Session: 03-11-01: Thermoplastic Composites

Paper Number: 138365

138365 - Mechanical Recyling Process of Aerospace-Grade Lm-Paek Thermoplastic Composites 

With the increasing demand for fiber-reinforced composites, the disposal of composite waste has emerged as a significant environmental issue. Consequently, regulations on waste management have been strengthened, leading to a growing emphasis on the recycling of composites. Recently, there has been active research on the recycling of thermoplastic composite materials that are more easily recyclable than thermoset plastics. Thermoplastic composites can be recycled through mechanical, thermal, and chemical methods. Among these, mechanical recycling offers an environmentally friendly approach with low energy consumption, reduced CO2 emissions, and minimal pollutant discharge compared to other methods. The mechanical recycling of conventional fiber-reinforced thermoplastic composites involves crushing the original material and then compressing and molding it. However, due to the stacking of crushed pieces with a constant fiber volume fraction, improving the moldability is challenging.
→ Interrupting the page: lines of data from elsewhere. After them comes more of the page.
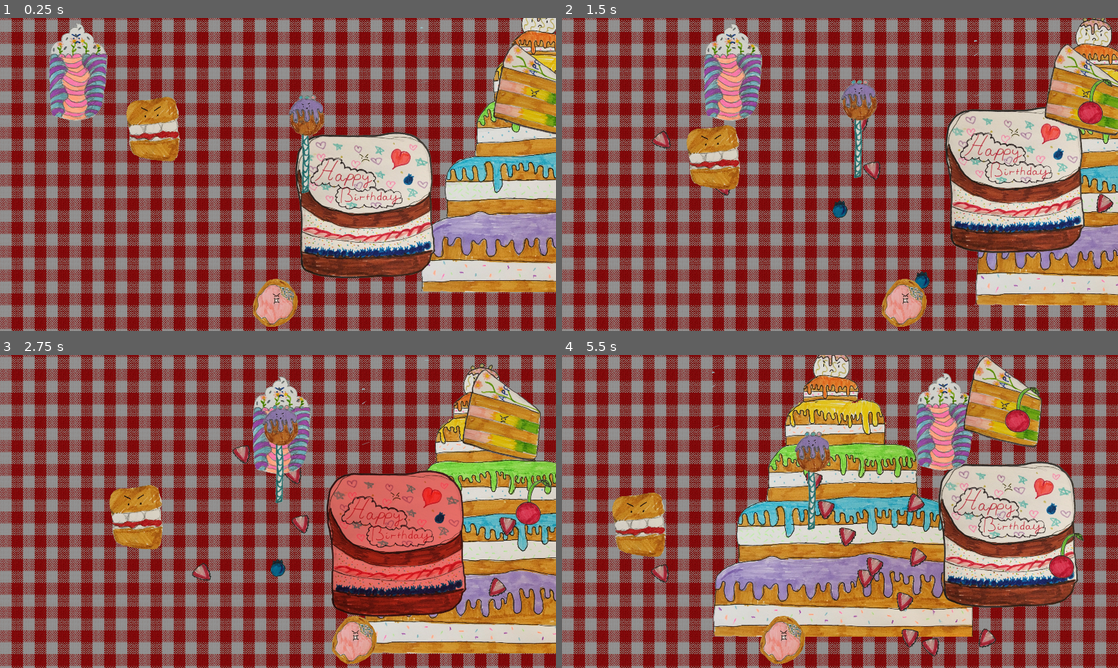
Above: before the commit, frames 1-4 (two rows, left to right).
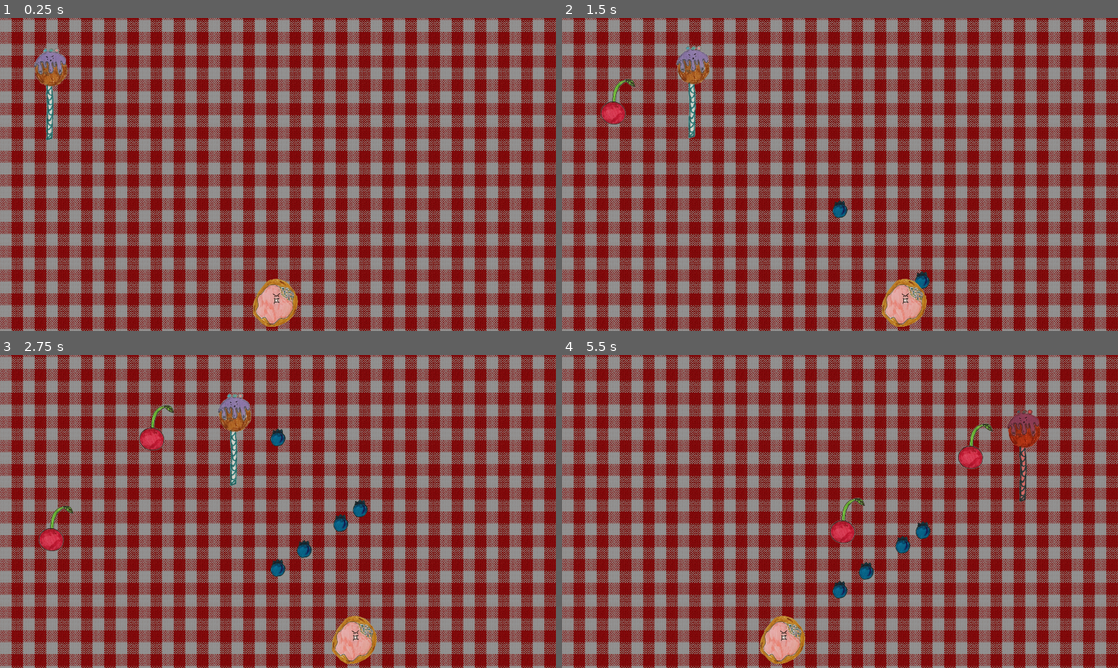
Above: after the commit, the same moments.

Repository: sdt/cake-invaders
Game: Godot game, scene res://Game.tscn
Same seed, same stepped clock (60 frames per second), same inputs: the game is played once before the commit and once after it.
Inputs:
- Up to frame 1 (0.25 s): no input
- Up to frame 2 (1.5 s): hold Right 0.53-1.28 s; hold Space 0.53-1.28 s; hold Left from 1.28 s (still down); tap Space at 1.35 s
- Up to frame 3 (2.75 s): tap Space at 1.52, 1.82 s; release Left at 2.03 s; hold Right from 2.03 s (still down); hold Space from 2.03 s (still down)
- Up to frame 4 (5.5 s): release Space at 2.78 s; tap Space at 2.85, 3.02, 3.32, 4.35, 4.52, 4.82 s; release Right at 3.53 s; hold Space 3.53-4.28 s; hold Left from 3.53 s (still down); hold Space from 5.03 s (still down)

The runs differ from the first frame. In frame 1, 30% of the frame differs, in the area x 5-100%, y 0-88%; in frame 2, 27%; in frame 3, 33%; in frame 4, 43%, in the area x 9-94%, y 0-97%.

Commit message:
Basic multi-level support

Diff:
--- a/Bullet.gd
+++ b/Bullet.gd
@@ -1,3 +1,5 @@
+class_name Bullet
+
 extends Sprite
 
 # Declare member variables here. Examples:
@@ -5,6 +7,7 @@
 # var b = "text"
 var speed = 5
 const gameObjectType = "PlayerBullet"
+var damage = 1
 
 # Called when the node enters the scene tree for the first time.
 func _ready():
--- a/Enemy.gd
+++ b/Enemy.gd
@@ -41,6 +41,11 @@
 	pass
 
 func hit(object):
+	var thing = object.get_parent()
+	if thing is Bullet:
+		health = health - thing.damage
+		printt("Health = ", health)
+	printt(object)
 	damageTime = 0.33
 	modulate.g = 0.5
 	modulate.b = 0.5
--- a/Game.gd
+++ b/Game.gd
@@ -1,13 +1,56 @@
 extends Node2D
 
-# Declare member variables here. Examples:
-# var a = 2
-# var b = "text"
+var player
 
-# Called when the node enters the scene tree for the first time.
+enum { ModeBegin, ModeStartScreen, ModeMainGame, ModeGameOver }
+var mode = ModeBegin
+
+const StartScreen = preload("res://StartScreen.tscn")
+
+const Level = [
+	preload("res://Level1.tscn"),
+	preload("res://Level2.tscn"),
+];
+var startScreen
+var levelIndex = 0
+var currentLevel
+
 func _init():
 	randomize() # Replace with function body.
 
-# Called every frame. 'delta' is the elapsed time since the previous frame.
-#func _process(delta):
-#	pass
+func _ready():
+	for child in get_children():
+		if child is Player:
+			player = child
+	initLevel(Level[levelIndex])
+
+func _process(delta):
+	if currentLevel.isFinished():
+		remove_child(currentLevel)
+		levelIndex = (levelIndex + 1) % Level.size()
+		initLevel(Level[levelIndex])
+
+func updateMode():
+	return
+	match mode:
+		ModeBegin:
+			initStartScreen()
+			mode = ModeStartScreen
+		ModeStartScreen:
+			if updateStartScreen():
+				startScreen.queue_free()
+				#initNextLevel()
+				mode = ModeMainGame
+
+func initStartScreen():
+	startScreen = StartScreen.instance()
+	add_child(startScreen)
+	print_tree_pretty()
+
+func updateStartScreen():
+	return Input.is_key_pressed(KEY_SPACE)
+
+func initLevel(type):
+	currentLevel = type.instance()
+	currentLevel.player = player
+	add_child(currentLevel)
--- a/Game.tscn
+++ b/Game.tscn
@@ -1,17 +1,9 @@
-[gd_scene load_steps=14 format=2]
+[gd_scene load_steps=6 format=2]
 
 [ext_resource path="res://Game.gd" type="Script" id=1]
 [ext_resource path="res://Doughnut.png" type="Texture" id=2]
 [ext_resource path="res://Player.gd" type="Script" id=3]
-[ext_resource path="res://Level.tscn" type="PackedScene" id=4]
-[ext_resource path="res://FloralCupcake.tscn" type="PackedScene" id=5]
-[ext_resource path="res://EnemyBehaviousSinus.gd" type="Script" id=6]
-[ext_resource path="res://CakePop.tscn" type="PackedScene" id=7]
-[ext_resource path="res://SpicedScone.tscn" type="PackedScene" id=8]
-[ext_resource path="res://CakeSlice.tscn" type="PackedScene" id=9]
-[ext_resource path="res://BigCake.tscn" type="PackedScene" id=10]
-[ext_resource path="res://DeathCake.tscn" type="PackedScene" id=11]
-[ext_resource path="res://Tablecloth.png" type="Texture" id=12]
+[ext_resource path="res://Tablecloth.png" type="Texture" id=4]
 
 [sub_resource type="CircleShape2D" id=1]
 
@@ -32,67 +24,8 @@
 scale = Vector2( 10, 10 )
 shape = SubResource( 1 )
 
-[node name="Level" parent="." instance=ExtResource( 4 )]
-message = "Level 1"
-
-[node name="FloralCupcake" parent="Level" instance=ExtResource( 5 )]
-position = Vector2( 736.369, 233.069 )
-scale = Vector2( 0.75, 0.75 )
-
-[node name="EnemyBehaviourSinus" type="Node2D" parent="Level/FloralCupcake"]
-script = ExtResource( 6 )
-width = 600
-horizontalSpeed = 5.2
-verticalSpeed = 10.0
-
-[node name="CakePop" parent="Level" instance=ExtResource( 7 )]
-position = Vector2( 960, 300 )
-scale = Vector2( 0.8, 0.8 )
-
-[node name="EnemyBehaviourSinus" type="Node2D" parent="Level/CakePop"]
-script = ExtResource( 6 )
-width = 100
-horizontalSpeed = 5.0
-verticalSpeed = 10.0
-
-[node name="SpicedScone" parent="Level" instance=ExtResource( 8 )]
-position = Vector2( 332.174, 403.655 )
-scale = Vector2( 0.7, 0.7 )
-
-[node name="EnemyBehaviourSinus" type="Node2D" parent="Level/SpicedScone"]
-script = ExtResource( 6 )
-width = 200
-height = 200
-horizontalSpeed = 4.0
-verticalSpeed = 4.0
-
-[node name="CakeSlice" parent="Level" instance=ExtResource( 9 )]
-position = Vector2( 1592.19, 203.696 )
-missileType = "Bomb"
-
-[node name="EnemyBehaviourSinus" type="Node2D" parent="Level/CakeSlice"]
-script = ExtResource( 6 )
-width = 250
-
-[node name="BigCake" parent="Level" instance=ExtResource( 10 )]
-position = Vector2( 1371.68, 611.088 )
-z_index = -1
-
-[node name="EnemyBehaviourSinus" type="Node2D" parent="Level/BigCake"]
-script = ExtResource( 6 )
-width = 200
-horizontalSpeed = 15.0
-verticalSpeed = 20.0
-
-[node name="DeathCake" parent="Level" instance=ExtResource( 11 )]
-position = Vector2( 960, 472.799 )
-z_index = -2
-
-[node name="EnemyBehaviourSinus" type="Node2D" parent="Level/DeathCake"]
-script = ExtResource( 6 )
-
 [node name="Background" type="Sprite" parent="."]
 modulate = Color( 0.588235, 0.588235, 0.588235, 1 )
 z_index = -10
-texture = ExtResource( 12 )
+texture = ExtResource( 4 )
 centered = false
--- /dev/null
+++ b/GameLevel.gd
@@ -0,0 +1,16 @@
+class_name GameLevel
+
+extends Level
+
+export(bool) var hasPlayer = true;
+
+var player
+var enemy
+
+func _ready():
+	for child in get_children():
+		if child is Enemy:
+			enemy = child
+
+func isFinished():
+	return enemy.health <= 0
--- a/Level.gd
+++ b/Level.gd
@@ -4,13 +4,12 @@
 
 export(String) var message = "Get Ready";
 
-var enemies = [ ];
+var shown = false
 
 # Called when the node enters the scene tree for the first time.
 func _ready():
-	for child in get_children():
-		printt("Enemies = ", child.health)
+	pass
 
 # Called every frame. 'delta' is the elapsed time since the previous frame.
-#func _process(delta):
-#	pass
+func _process(delta):
+	pass
--- /dev/null
+++ b/Level1.tscn
@@ -0,0 +1,18 @@
+[gd_scene load_steps=4 format=2]
+
+[ext_resource path="res://GameLevel.gd" type="Script" id=1]
+[ext_resource path="res://CakePop.tscn" type="PackedScene" id=2]
+[ext_resource path="res://EnemyBehaviousSinus.gd" type="Script" id=3]
+
+[node name="Level1" type="Node2D"]
+script = ExtResource( 1 )
+
+[node name="CakePop" parent="." instance=ExtResource( 2 )]
+position = Vector2( 957.324, 216.758 )
+scale = Vector2( 0.75, 0.75 )
+missileTime = 1.5
+missileOffset = Vector2( 0, 50 )
+missileType = "Bomb"
+
+[node name="EnemyBehaviourSinus" type="Node2D" parent="CakePop"]
+script = ExtResource( 3 )
--- /dev/null
+++ b/Level2.tscn
@@ -0,0 +1,17 @@
+[gd_scene load_steps=4 format=2]
+
+[ext_resource path="res://GameLevel.gd" type="Script" id=1]
+[ext_resource path="res://SpicedScone.tscn" type="PackedScene" id=2]
+[ext_resource path="res://EnemyBehaviousSinus.gd" type="Script" id=3]
+
+[node name="Level2" type="Node2D"]
+script = ExtResource( 1 )
+
+[node name="SpicedScone" parent="." instance=ExtResource( 2 )]
+position = Vector2( 960, 300 )
+
+[node name="EnemyBehaviourSinus" type="Node2D" parent="SpicedScone"]
+script = ExtResource( 3 )
+height = 150
+horizontalSpeed = 2.5
+verticalSpeed = 12.71
--- a/Player.gd
+++ b/Player.gd
@@ -1,3 +1,5 @@
+class_name Player
+
 extends Sprite
 
 # Declare member variables here. Examples:
--- /dev/null
+++ b/StartScreen.tscn
@@ -0,0 +1,7 @@
+[gd_scene load_steps=3 format=2]
+
+[ext_resource path="res://RainboeClowdGames.png" type="Texture" id=1]
+
+[node name="StartScreen" type="Sprite"]
+position = Vector2( 960, 540 )
+texture = ExtResource( 1 )
--- a/project.godot
+++ b/project.godot
@@ -15,6 +15,11 @@
 "path": "res://Bomb.gd"
 }, {
 "base": "Sprite",
+"class": "Bullet",
+"language": "GDScript",
+"path": "res://Bullet.gd"
+}, {
+"base": "Sprite",
 "class": "Enemy",
 "language": "GDScript",
 "path": "res://Enemy.gd"
@@ -28,6 +33,11 @@
 "class": "EnemyBehaviourSinus",
 "language": "GDScript",
 "path": "res://EnemyBehaviousSinus.gd"
+}, {
+"base": "Level",
+"class": "GameLevel",
+"language": "GDScript",
+"path": "res://GameLevel.gd"
 }, {
 "base": "Sprite",
 "class": "HealthBar",
@@ -43,22 +53,29 @@
 "class": "Level",
 "language": "GDScript",
 "path": "res://Level.gd"
+}, {
+"base": "Sprite",
+"class": "Player",
+"language": "GDScript",
+"path": "res://Player.gd"
 } ]
 _global_script_class_icons={
 "Bomb": "",
+"Bullet": "",
 "Enemy": "",
 "EnemyBehaviour": "",
 "EnemyBehaviourSinus": "",
+"GameLevel": "",
 "HealthBar": "",
 "HomingMissile": "",
-"Level": ""
+"Level": "",
+"Player": ""
 }
 
 [application]
 
 config/name="Cake Invaders"
 run/main_scene="res://Game.tscn"
-boot_splash/image="res://RainboeClowdGames.png"
 config/icon="res://icon.png"
 
 [display]
Not shown, changed: RainboeClowdGames.png.import

Additionally, the interfaces between crushed pieces with a high resin fraction negatively impact the mechanical properties. In order to overcome these challenges, crushed pieces are often mixed with resin pellets at high temperatures to produce compounds with controlled fiber volume fractions.

In this study, a high-performance thermoplastic composite material, T700/LM-PAEK, was recycled to produce an actual part for an aerospace applicaction through the mechanical recycling process. The recycling process consists of crushing and sieving the original material, producing recycled compounds, and compression molding. Firstly, the T700/LM-PAEK material is crushed using a shredder machine with a 15 mm-size screen and a 14 mm-wide blade at a fixed rotation speed of 600 rpm. The fragmented pieces are sieved using standard sieves of 2.8 mm and 5.6 mm. Three-sizes fragments - pieces that pass through the 2.8mm sieve and pieces that are filtered by the 2.8 mm sieve and by 5.8 mm sieve - are combined in a specific mass ratio to control fiber length distribution. LM-PAEK resin pellets are added to the size-mixed fragments to adjust the fiber volume fraction for better moldability. The mixture of the shredded pieces and LM-PAEK resin is then slowly stirred at temperature higher than the melting point of the resin and produced into recycled compounds. The recycled compounds are transferred to a preheated mold and compressed into the shape of the actual part. After being demolded, the part is cooled at room temperature without applying pressure. Various inspections were performed on the recyced material to evaluate the recycling process.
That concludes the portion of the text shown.